Repetition must be exact and must stop with the line bearing "Two runs of". It begins at the first line of the records and includes no pictures.
═══
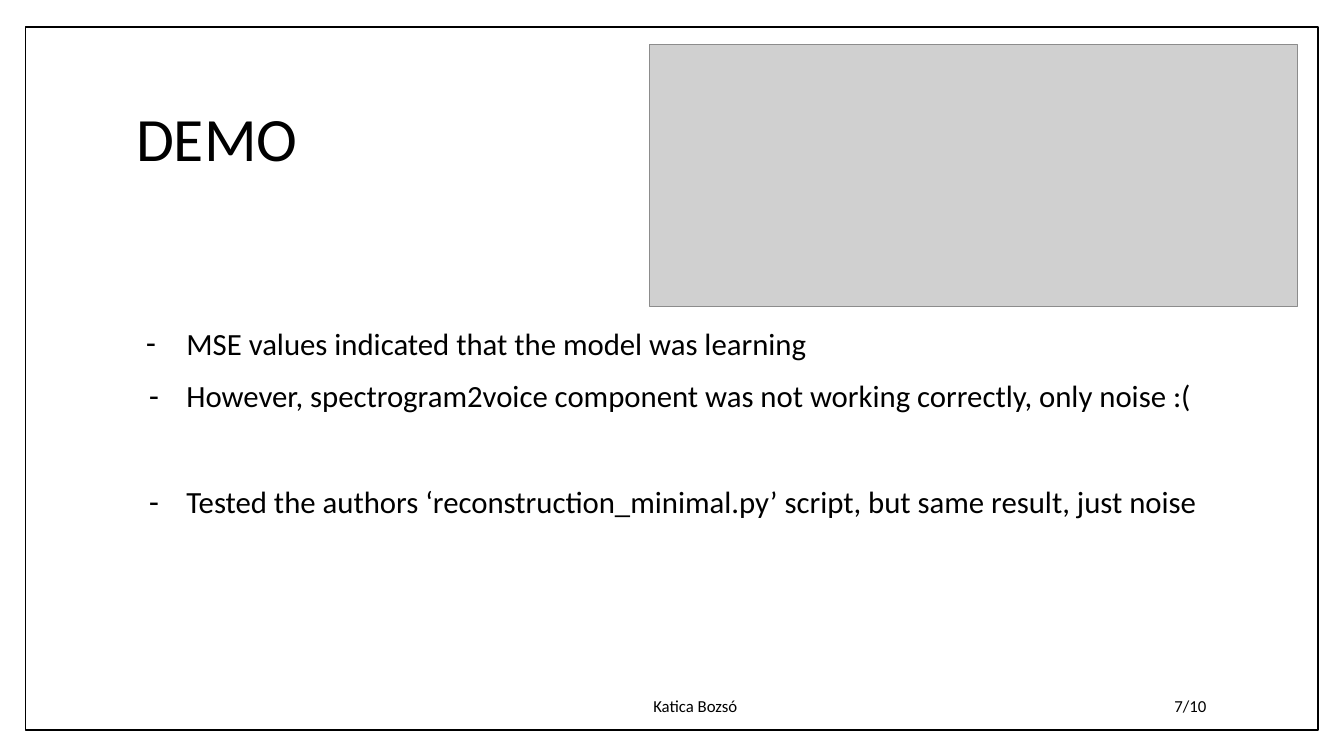
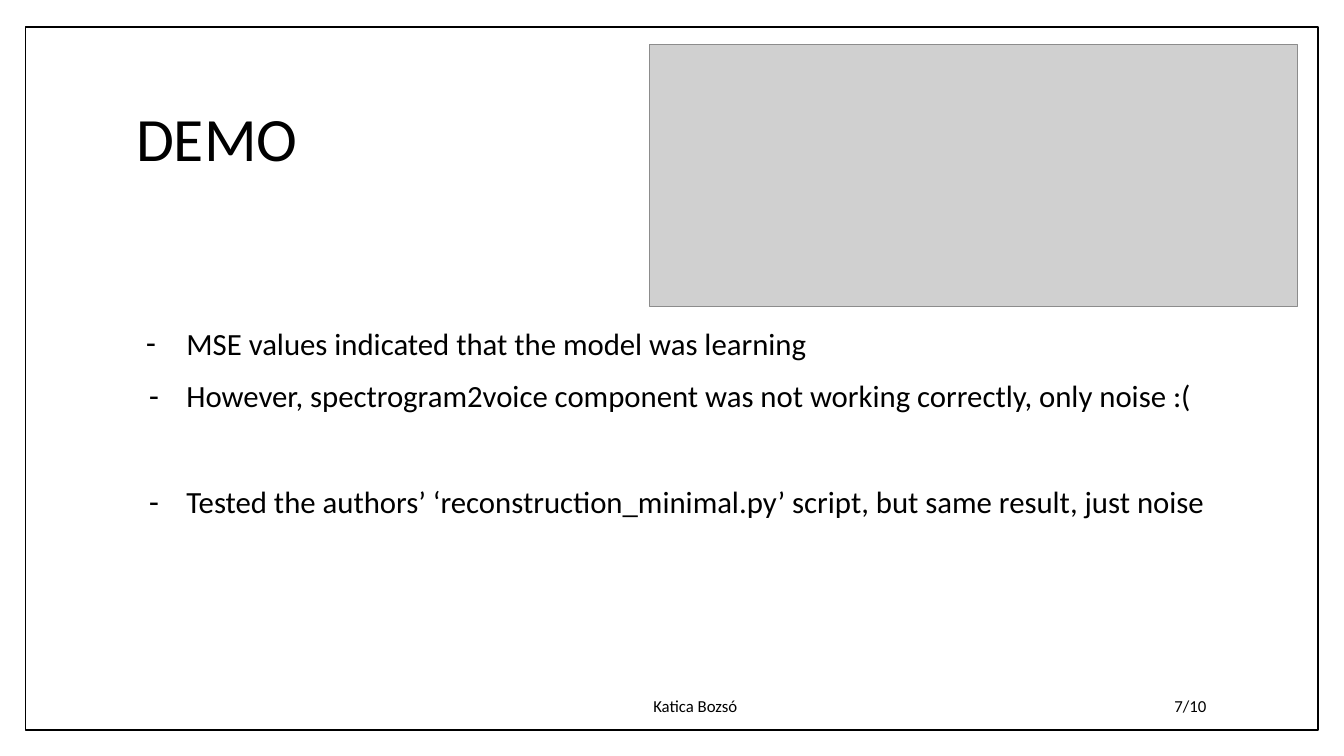
Before and after one commit to kajc10/BRAIN2SPEECH, a slide deck: slide 7 of docs/b2s_presentation.pptx. Drawn at 1344x756 pixels with LibreOffice and Linux fonts; fonts in the diff are those of the drawing; grey boxes stand for pictures; background and template pictures are left out. Boxes give left, top, right and bottom in pixels: in the first picture for what was removed or moved away, otherwise in the second. Text is boxed around its words. In the diff, an @@ line names an element or a change of style, - is before the commit and + after.

```diff
--- a/docs/b2s_presentation.pptx
+++ b/docs/b2s_presentation.pptx
@@ text at [186,491,1204,519]: text changed @@
-– Tested the authors ‘reconstruction_minimal.py’ script, but same result, just noise
+– Tested the authors’ ‘reconstruction_minimal.py’ script, but same result, just noise
```
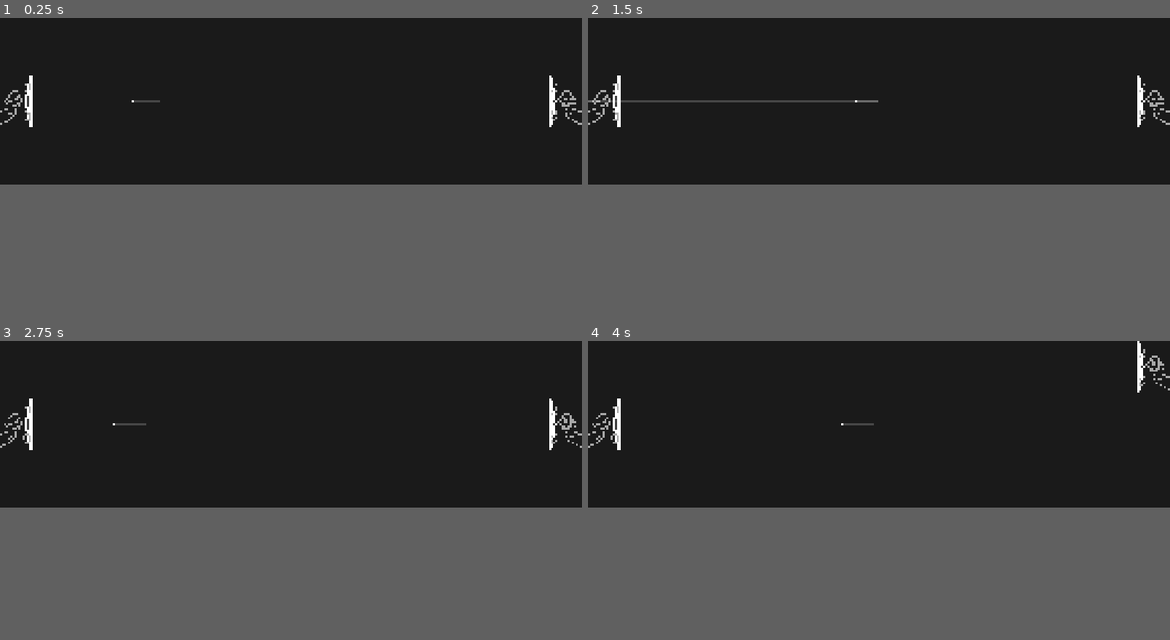
Above: before the commit, frames 1-4 (two rows, left to right).
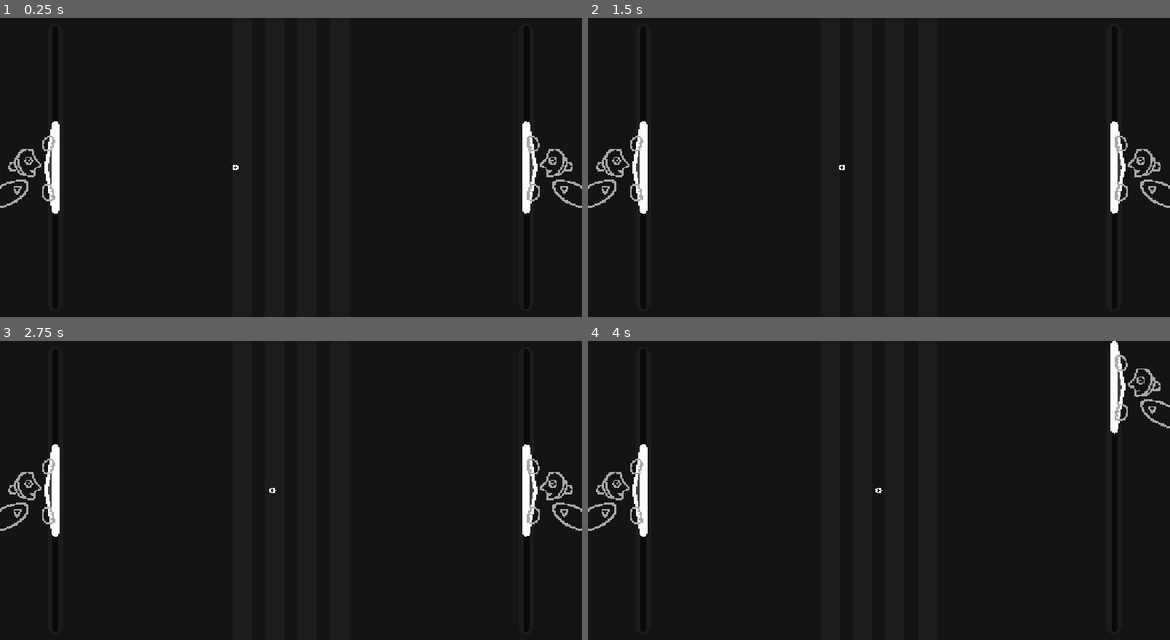
Above: after the commit, the same moments.

Repository: pixerhp/Pixers-Pong
Game: Godot game, scene res://scenes/topscenes/gameplay_topscene.tscn
Two runs of this game, one before a commit and one after it. Both use one fixed random seed, a clock stepped at 60 frames per second and the inputs below.
Inputs (mouse positions are in pixels of both pictures, inside the frame that each line leads up to):
- Up to frame 1 (0.25 s): no input
- Up to frame 2 (1.5 s): move the mouse to (1007, 92) at 0.52 s; hold Right (plr2_bump_right) 0.53-1.28 s; click (1007, 92) at 0.67 s; move the mouse to (762, 110) at 1.27 s; hold A (plr1_bump_left) from 1.28 s (still down)
- Up to frame 3 (2.75 s): move the mouse to (349, 388) at 2.02 s; release A (plr1_bump_left) at 2.03 s; hold Right (plr2_bump_right) from 2.03 s (still down)
- Up to frame 4 (4 s): move the mouse to (849, 457) at 2.77 s; release Right (plr2_bump_right) at 2.78 s; hold Up (plr2_up) 2.78-3.53 s; click (849, 457) at 2.92 s; move the mouse to (1053, 448) at 3.52 s; hold A (plr1_bump_left) from 3.53 s (still down)
The window is 800x229 before the commit and 800x411 after it. Grey fills any space a smaller window leaves; there, only what the larger window draws over its background counts as a difference.

The runs differ from the first frame. In frame 1, 2.4% of the frame differs, in the area x 0-100%, y 19-66%; in frame 2, 2.7%; in frame 3, 2.4%; in frame 4, 2.4%.

Commit message:
Add decorations to playing field

Diff:
--- a/project.godot
+++ b/project.godot
@@ -21,7 +21,7 @@
 
 [display]
 
-window/size/viewport_width=2260
+window/size/viewport_width=1260
 window/stretch/mode="canvas_items"
 window/stretch/aspect="expand"
 
--- a/scenes/paddle.tscn
+++ b/scenes/paddle.tscn
@@ -65,7 +65,7 @@
 unique_name_in_owner = true
 position = Vector2(-70, 0)
 animation = &"plr_idle"
-frame_progress = 0.39820766
+frame_progress = 0.9012822
 
 [node name="AreaCollider" type="Area2D" parent="." unique_id=905259053]
 unique_name_in_owner = true
--- a/scenes/topscenes/gameplay_topscene.tscn
+++ b/scenes/topscenes/gameplay_topscene.tscn
@@ -1,9 +1,28 @@
 [gd_scene format=3 uid="uid://djf03i2v6xbtj"]
 
 [ext_resource type="Script" uid="uid://uo8drfr51v6o" path="res://scripts/gameplay_script.gd" id="1_n6iga"]
-[ext_resource type="Texture2D" uid="uid://bmx6cx37pior3" path="res://assets/art/play_area.png" id="2_pyq0w"]
 [ext_resource type="ArrayMesh" uid="uid://dhcyjins7o86k" path="res://assets/models/ball_torus.obj" id="2_rncwu"]
 [ext_resource type="PackedScene" uid="uid://vis13u150xqs" path="res://scenes/paddle.tscn" id="3_ks65t"]
+
+[sub_resource type="QuadMesh" id="QuadMesh_ks65t"]
+size = Vector2(252, 648)
+
+[sub_resource type="QuadMesh" id="QuadMesh_hx5ms"]
+size = Vector2(168, 648)
+
+[sub_resource type="QuadMesh" id="QuadMesh_pyq0w"]
+size = Vector2(112, 648)
+
+[sub_resource type="QuadMesh" id="QuadMesh_u55sw"]
+size = Vector2(28, 648)
+
+[sub_resource type="CapsuleMesh" id="CapsuleMesh_pyq0w"]
+radius = 16.0
+height = 618.0
+
+[sub_resource type="CapsuleMesh" id="CapsuleMesh_u55sw"]
+radius = 6.0
+height = 588.0
 
 [sub_resource type="Curve" id="Curve_pyq0w"]
 _data = [Vector2(0, 0), 0.0, 1.4, 0, 0, Vector2(1, 1), 0.0, 0.0, 0, 0]
@@ -20,12 +39,50 @@
 custom_minimum_size = Vector2(1260, 648)
 offset_right = 40.0
 offset_bottom = 40.0
-color = Color(0.101960786, 0.101960786, 0.101960786, 1)
+color = Color(0.08, 0.08, 0.08, 1)
 
-[node name="Background" type="Sprite2D" parent="." unique_id=479692831]
-visible = false
+[node name="Centerline1" type="MeshInstance2D" parent="." unique_id=1529662606]
+unique_name_in_owner = true
+self_modulate = Color(0.10980392, 0.10980392, 0.10980392, 1)
 position = Vector2(630, 324)
-texture = ExtResource("2_pyq0w")
+mesh = SubResource("QuadMesh_ks65t")
+
+[node name="Centerline2" type="MeshInstance2D" parent="Centerline1" unique_id=1439390228]
+unique_name_in_owner = true
+self_modulate = Color(0.078431375, 0.078431375, 0.078431375, 1)
+mesh = SubResource("QuadMesh_hx5ms")
+
+[node name="Centerline3" type="MeshInstance2D" parent="Centerline1/Centerline2" unique_id=1182626183]
+unique_name_in_owner = true
+self_modulate = Color(0.11, 0.11, 0.11, 1)
+mesh = SubResource("QuadMesh_pyq0w")
+
+[node name="Centerline4" type="MeshInstance2D" parent="Centerline1/Centerline2/Centerline3" unique_id=511908044]
+unique_name_in_owner = true
+self_modulate = Color(0.078431375, 0.078431375, 0.078431375, 1)
+mesh = SubResource("QuadMesh_u55sw")
+
+[node name="LeftRailOuter" type="MeshInstance2D" parent="." unique_id=966295476]
+unique_name_in_owner = true
+self_modulate = Color(0.11, 0.11, 0.11, 1)
+position = Vector2(120, 324)
+mesh = SubResource("CapsuleMesh_pyq0w")
+
+[node name="LeftRailInner" type="MeshInstance2D" parent="LeftRailOuter" unique_id=2030413950]
+unique_name_in_owner = true
+self_modulate = Color(0.04, 0.04, 0.04, 1)
+mesh = SubResource("CapsuleMesh_u55sw")
+
+[node name="RightRailOuter" type="MeshInstance2D" parent="." unique_id=1312472268]
+unique_name_in_owner = true
+self_modulate = Color(0.11, 0.11, 0.11, 1)
+position = Vector2(1140, 324)
+mesh = SubResource("CapsuleMesh_pyq0w")
+
+[node name="RightRailInner" type="MeshInstance2D" parent="RightRailOuter" unique_id=559996426]
+unique_name_in_owner = true
+self_modulate = Color(0.04, 0.04, 0.04, 1)
+mesh = SubResource("CapsuleMesh_u55sw")
 
 [node name="LeftPaddle" parent="." unique_id=340420252 instance=ExtResource("3_ks65t")]
 unique_name_in_owner = true
@@ -38,6 +95,7 @@
 
 [node name="BallTrail" type="Line2D" parent="." unique_id=1365490242]
 unique_name_in_owner = true
+visible = false
 width = 8.0
 width_curve = SubResource("Curve_pyq0w")
 default_color = Color(1, 1, 1, 0.19607843)
--- a/scripts/autoloaded/globals.gd
+++ b/scripts/autoloaded/globals.gd
@@ -1,6 +1,6 @@
 extends Node
 
-var GAME_SIZE: Vector2 = Vector2(
+var GAME_SIZE: Vector2 = Vector2( # Minimum 300x200?
 	ProjectSettings.get_setting("display/window/size/viewport_width"),
 	ProjectSettings.get_setting("display/window/size/viewport_height"),)
 
--- a/scripts/gameplay_script.gd
+++ b/scripts/gameplay_script.gd
@@ -6,7 +6,20 @@
 	reset_gameobject_positions()
 
 func reset_gameobject_positions():
+
 	%BackgroundColorRect.custom_minimum_size = Globals.GAME_SIZE
+
+	%Centerline1.position = Globals.GAME_SIZE / 2.0
+	%Centerline1.mesh.size.y = Globals.GAME_SIZE.y
+	%Centerline2.mesh.size.y = Globals.GAME_SIZE.y
+	%Centerline3.mesh.size.y = Globals.GAME_SIZE.y
+	%Centerline4.mesh.size.y = Globals.GAME_SIZE.y
+
+	%LeftRailOuter.position = Vector2(120, Globals.GAME_SIZE.y / 2.0)
+	%RightRailOuter.position = Vector2(Globals.GAME_SIZE.x - 120, Globals.GAME_SIZE.y / 2.0)
+	%LeftRailOuter.mesh.height = Globals.GAME_SIZE.y - 25
+	%LeftRailInner.mesh.height = Globals.GAME_SIZE.y - 35
+
 	%LeftPaddle.position = Vector2(120, Globals.GAME_SIZE.y / 2.0)
 	%RightPaddle.position = Vector2(Globals.GAME_SIZE.x - 120, Globals.GAME_SIZE.y / 2.0)
═══
# Solution for this exercise:
Before and after one commit to kajc10/BRAIN2SPEECH, a slide deck: slide 7 of docs/b2s_presentation.pptx. Drawn at 1344x756 pixels with LibreOffice and Linux fonts; fonts in the diff are those of the drawing; grey boxes stand for pictures; background and template pictures are left out. Boxes give left, top, right and bottom in pixels: in the first picture for what was removed or moved away, otherwise in the second. Text is boxed around its words. In the diff, an @@ line names an element or a change of style, - is before the commit and + after.

```diff
--- a/docs/b2s_presentation.pptx
+++ b/docs/b2s_presentation.pptx
@@ text at [186,491,1204,519]: text changed @@
-– Tested the authors ‘reconstruction_minimal.py’ script, but same result, just noise
+– Tested the authors’ ‘reconstruction_minimal.py’ script, but same result, just noise
```
Above: before the commit, frames 1-4 (two rows, left to right).
Above: after the commit, the same moments.

Repository: pixerhp/Pixers-Pong
Game: Godot game, scene res://scenes/topscenes/gameplay_topscene.tscn
Two runs of this game, one before a commit and one after it. Both use one fixed random seed, a clock stepped at 60 frames per second and the inputs below.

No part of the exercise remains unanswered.